Pies pogryzł dziecko w Krempachach. Uruchomiono śmigłowiec LPR [AKTUALIZACJA: Informacje od policji i szpitala]
Wczoraj w Krempachach pies pogryzł dziecko. Obrażenia były na tyle poważne, że na miejscu musiał zjawić się helikopter LPR.

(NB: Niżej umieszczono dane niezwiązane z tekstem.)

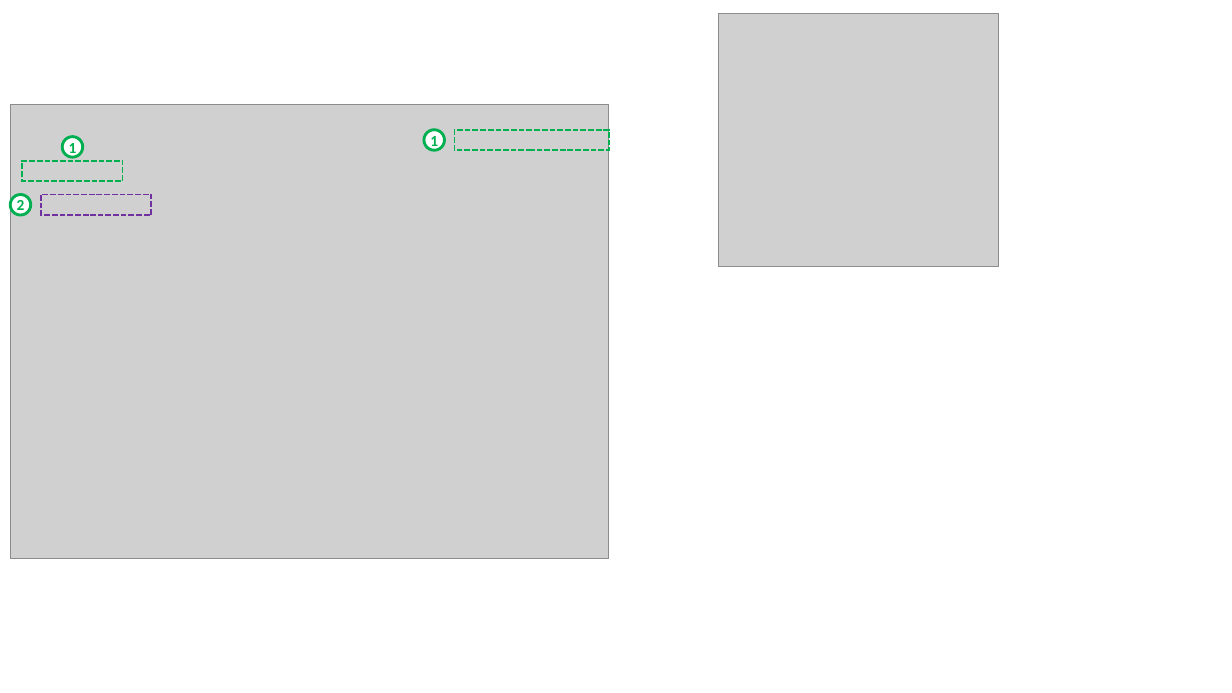
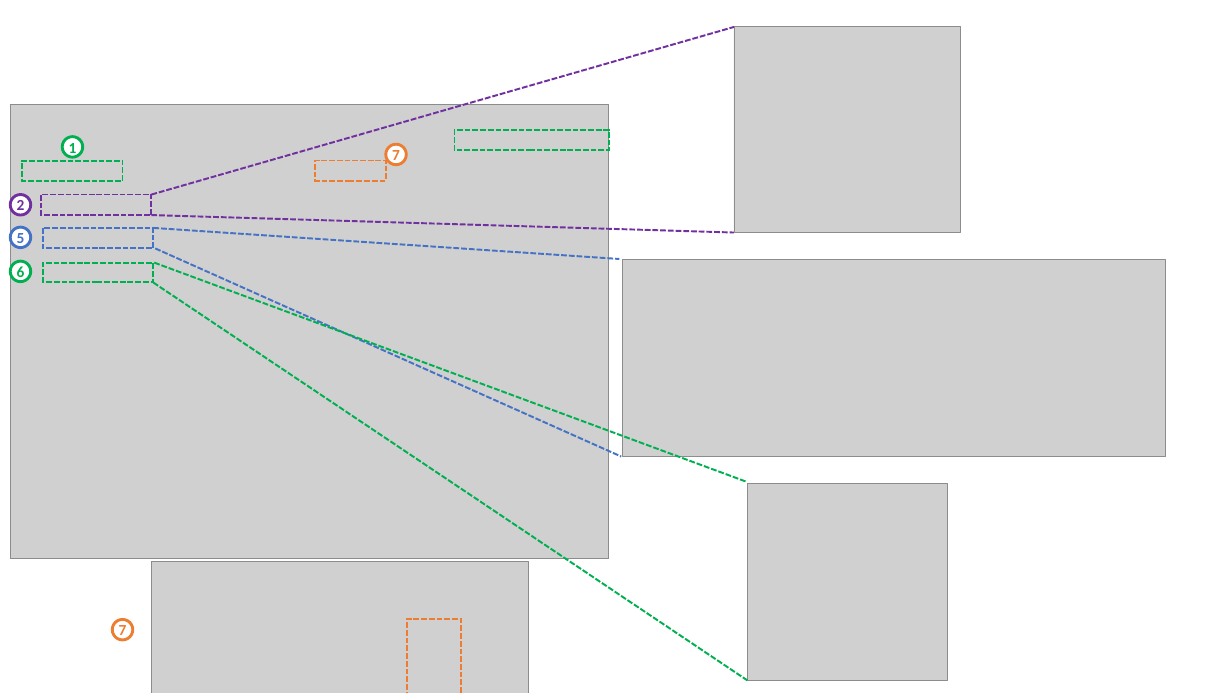
Before and after one commit to xpessoles/TP_Documents_PSI, a slide deck: slide 4 of 02_BrasBeta/Captures/Figures.pptx. Drawn at 1232x693 pixels with LibreOffice and Linux fonts; fonts in the diff are those of the drawing; grey boxes stand for pictures. Boxes give left, top, right and bottom in pixels: in the first picture for what was removed or moved away, otherwise in the second. Text is boxed around its words. In the diff, an @@ line names an element or a change of style, - is before the commit and + after.

```diff
--- a/02_BrasBeta/Captures/Figures.pptx
+++ b/02_BrasBeta/Captures/Figures.pptx
@@ line added from (152, 195) to (734, 27), #7030A0 1.5 pt dashed @@
@@ picture: place and size @@
-picture at <box>719,13,999,267</box>
+picture at <box>734,27,960,232</box>
@@ ellipse "7": place and size @@
-ellipse "7" at <box>424,129,445,150</box>
+ellipse "7" at <box>386,144,407,165</box>
@@ ellipse "7" at <box>386,144,407,165</box>: outline #00B050 2.25 pt to #ED7D31 2.25 pt @@
@@ rectangle added at <box>315,161,385,181</box>, outline #ED7D31 1.5 pt dashed @@
@@ text in ellipse at <box>392,150,400,165</box>: text changed; text colour #00B050 to #ED7D31 @@
-1
+7
@@ ellipse "2" at <box>10,195,30,215</box>: text colour #00B050 to #7030A0; outline #00B050 2.25 pt to #7030A0 2.25 pt @@
@@ ellipse added at <box>10,227,30,248</box>, fill #FFFFFF, outline #4472C4 2.25 pt, 12 pt, text #4472C4, bold @@
+5
@@ rectangle added at <box>43,228,153,249</box>, outline #4472C4 1.5 pt dashed @@
@@ line added from (152, 215) to (734, 233), #7030A0 1.5 pt dashed @@
@@ line added from (153, 228) to (619, 259), #4472C4 1.5 pt dashed @@
@@ ellipse added at <box>10,262,30,282</box>, fill #FFFFFF, outline #00B050 2.25 pt, 12 pt, text #00B050, bold @@
+6
@@ rectangle added at <box>43,262,153,282</box>, outline #00B050 1.5 pt dashed @@
@@ line added from (154, 262) to (746, 482), #00B050 1.5 pt dashed @@
@@ line added from (155, 249) to (621, 457), #4472C4 1.5 pt dashed @@
@@ picture added at <box>623,259,1165,457</box> @@
@@ line added from (153, 283) to (748, 680), #00B050 1.5 pt dashed @@
@@ picture added at <box>748,483,947,681</box> @@
@@ picture added at <box>152,562,529,693</box> @@
@@ ellipse added at <box>113,619,133,640</box>, fill #FFFFFF, outline #ED7D31 2.25 pt, 12 pt, text #ED7D31, bold @@
+7
@@ rectangle added at <box>407,619,461,693</box>, outline #ED7D31 1.5 pt dashed @@
```
Also in this commit, not shown: 1 other slide changed, 2 slides added, 2 slides removed, 2 other files.

Szacowany czas czytania: 01:47
Wczoraj (29.04) wieczorem w Krempachach pies pogryzł dziecko. Atak zwierzęcia był bardzo niebezpieczny i na pomoc wezwano Lotnicze Pogotowie Ratunkowe. Śmigłowiec przetransportował ofiarę pogryzienia do szpitala. Na miejscu działania prowadzili strażacy z OSP Krempachy, Państwowej Straży Pożarnej w Nowym Targu, a także Zespół Ratownictwa Medycznego oraz policja.
[AKTUALIZACJA]
Do tragedii doszło na posesji sąsiada. Ośmioletni chłopiec wszedł na podwórko w momencie, kiedy mężczyzna bawił się z psem. Owczarek zaatakował. Chłopiec z poranioną twarzą został przetransportowany śmigłowcem LPR do szpitala w Krakowie. Pies był zaszczepiony. Policja prowadzi dalsze czynności w tej sprawie. Jak wyjaśnia Łukasz Burek, rzecznik nowotarskiej policji:
Łukasz Burek: W dniu wczorajszym w jednej z miejscowości na terenie powiatu nowotarskiego doszło do pogryzienia ośmioletniego chłopca przez owczarka niemieckiego. Chłopczyk przeszedł na posesję sąsiadów, gdzie właściciel psa bawił się z nim, rzucając mu patyk do aportowania. W pewnym momencie pies ugryzł chłopca w twarz. Dziecko zostało przetransportowane śmigłowcem Lotniczego Pogotowia Ratunkowego do szpitala w Krakowie. Dalsze czynności w tej sprawie prowadzi Komenda Powiatowa Policji w Nowym Targu. Pies był zaszczepiony.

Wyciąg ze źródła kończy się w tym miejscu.